Si la «solution» se doit d’être haïtienne avec et pour les Haïtiens, le pays a besoin de toutes sortes de supports. «Haïti a besoin de vous, du soutien de coopérateurs comme vous», a déclaré un professeur de philosophie de l’Université Notre-Dame en Haïti.
Lui et quelques autres intervenants haïtiens ont participé à la rencontre en visioconférence de Concertation Haïti, organisée le 28 janvier dernier par l’AQOCI.
Un premier de ces échanges sur Haïti avait porté sur les femmes et l’agriculture, le prochain s’attardera aux jeunes, à la défense du territoire et à l’environnement.
Animée par la directrice générale de l’AQOCI, Michèle Asselin, la rencontre de janvier a réuni une trentaine de participants, surtout des gens d’organisations de coopération internationale (OCI). Concertation Haïti se compose par ailleurs de syndicats et d’organismes de la diaspora.
En première partie, il s’agissait de décrire l’actuelle conjoncture en Haïti, complexifiée par la cherté de la vie, l’absence de contrôle de l’État, les enlèvements, la violence, la difficulté de circuler dans le pays. «On doit vivre dans la complexité, s’armer de courage, puiser dans ses ressources naturelles»… de résilience, a-t-on dit.
Les yeux haïtiens, et étrangers pourrait-on ajouter, sont tournés vers la fin du mandat du conseil présidentiel provisoire, son mandat s’achevant le 7 février. C’est ce conseil qui devait rétablir la sécurité dans le pays et organiser des élections. Force est de constater qu’il n’a pu réaliser son mandat.
«En Haïti, la politique est un gâteau. Chacun veut sa part et s’il ne l’a pas, il gâte la sauce.» Le souci du bien commun ne figure pas dans la mire des politiciens. «Ils font leur fortune sur le chaos.»
En deuxième partie, la rencontre a donné la parole aux fonctionnaires d’Affaires mondiales Canada (AMC) et du ministère québécois des Relations internationales et de la Francophonie.
À AMC, la question a été posée concernant l’efficacité et les résultats obtenus alors que des centaines de millions de dollars ont été investis depuis plusieurs années par le Canada dans la formation policière et judiciaire. Une réflexion s’impose, ont répondu les porte-parole d’AMC. Reste que pour le gouvernement canadien, il n’est pas question de désengagement à l’égard d’Haïti, le pays se trouvant dans un état critique.

«Le peuple haïtien veut la sécurité pour marcher, faire taire les pistolets et les armes», a dit un intervenant haïtien. (Photo Hélène Ruel)
«Il y a ce qu’on appelle la «fatigue Haïti»; c’est un défi de ne pas abandonner.»
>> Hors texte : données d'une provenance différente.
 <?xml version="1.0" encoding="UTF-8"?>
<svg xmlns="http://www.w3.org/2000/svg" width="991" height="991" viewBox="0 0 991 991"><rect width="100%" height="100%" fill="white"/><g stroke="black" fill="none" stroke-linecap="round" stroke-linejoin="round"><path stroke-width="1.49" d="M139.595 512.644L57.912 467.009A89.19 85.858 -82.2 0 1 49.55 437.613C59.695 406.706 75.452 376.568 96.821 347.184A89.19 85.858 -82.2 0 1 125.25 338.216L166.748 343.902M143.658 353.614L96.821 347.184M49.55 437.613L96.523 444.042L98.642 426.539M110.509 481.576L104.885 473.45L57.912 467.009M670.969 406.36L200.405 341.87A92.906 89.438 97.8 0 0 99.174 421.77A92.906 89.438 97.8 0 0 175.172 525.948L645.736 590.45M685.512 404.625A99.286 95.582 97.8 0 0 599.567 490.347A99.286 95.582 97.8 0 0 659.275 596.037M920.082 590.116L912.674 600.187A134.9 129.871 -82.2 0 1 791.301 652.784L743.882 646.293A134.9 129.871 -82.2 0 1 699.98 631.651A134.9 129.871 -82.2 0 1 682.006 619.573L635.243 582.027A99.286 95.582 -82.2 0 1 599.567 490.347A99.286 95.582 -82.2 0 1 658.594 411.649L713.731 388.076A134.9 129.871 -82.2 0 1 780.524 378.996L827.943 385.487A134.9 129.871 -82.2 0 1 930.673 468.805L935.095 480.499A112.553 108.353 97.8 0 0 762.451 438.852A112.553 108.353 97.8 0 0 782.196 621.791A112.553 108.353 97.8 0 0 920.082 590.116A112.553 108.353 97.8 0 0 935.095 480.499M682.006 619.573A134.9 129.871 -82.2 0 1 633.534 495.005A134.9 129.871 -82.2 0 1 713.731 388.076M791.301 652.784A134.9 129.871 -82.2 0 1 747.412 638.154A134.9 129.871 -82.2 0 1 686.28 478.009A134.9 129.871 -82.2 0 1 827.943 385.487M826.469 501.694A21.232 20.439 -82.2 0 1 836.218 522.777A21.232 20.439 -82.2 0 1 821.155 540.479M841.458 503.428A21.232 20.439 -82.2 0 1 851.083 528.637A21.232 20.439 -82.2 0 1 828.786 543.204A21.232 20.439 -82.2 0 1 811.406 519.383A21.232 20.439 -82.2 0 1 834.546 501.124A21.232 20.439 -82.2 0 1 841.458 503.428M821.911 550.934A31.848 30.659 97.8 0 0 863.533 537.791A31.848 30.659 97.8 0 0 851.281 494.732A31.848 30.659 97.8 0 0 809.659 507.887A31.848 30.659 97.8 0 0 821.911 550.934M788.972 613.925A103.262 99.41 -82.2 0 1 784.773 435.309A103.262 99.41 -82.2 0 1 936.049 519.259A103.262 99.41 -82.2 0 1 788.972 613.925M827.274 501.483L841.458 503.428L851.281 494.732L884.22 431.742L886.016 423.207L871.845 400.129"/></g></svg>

Le rétablissement de la sécurité avec la participation à la mission de répression des gangs, les enjeux de gouvernance, le soulagement des souffrances, la défense des droits de la personne (impunité), faire en sorte qu’Haïti demeure sur l’agenda international constituent les axes d’intervention du Canada.
Du côté du MRIF, il a évidemment été question des coupes budgétaires que doivent essuyer certaines organisations, lesquelles devront mettre fin prématurément à des projets.
Michèle Asselin a parlé de l’onde de choc, de la stupéfaction que cette annonce a causée.
Un représentant d’une des organisations affectées (quatre au total) a dit que la coupe représentait une somme de 500 000 $, une goutte d’eau dans le budget du gouvernement du Québec. Il craint que ce non-respect d’ententes dûment signées par le MRIF engendre une perte de confiance à l’égard du Québec.
Le porte-parole du MRIF dit comprendre la colère des organisations. Tous les ministères ont dû s’astreindre à des compressions budgétaires, a-t-il souligné. «En ce qui concerne le plan Haïti, nous serons en mesure de livrer l’argent pour l’année qui vient.»
Avant d’aborder ces coupes, il a dressé un bilan du soutien du gouvernement québécois en Haïti, évoquant dix projets (devant être rendus publics incessamment) proposés par les organismes de la diaspora, d’autres projets soutenus par le ministère de l’Éducation et le ministère de la Santé et des Services sociaux et le projet AGIR du CECI.
Au MRIF, on a la volonté de soutenir Haïti, «à la hauteur de nos moyens», a conclu son porte-parole.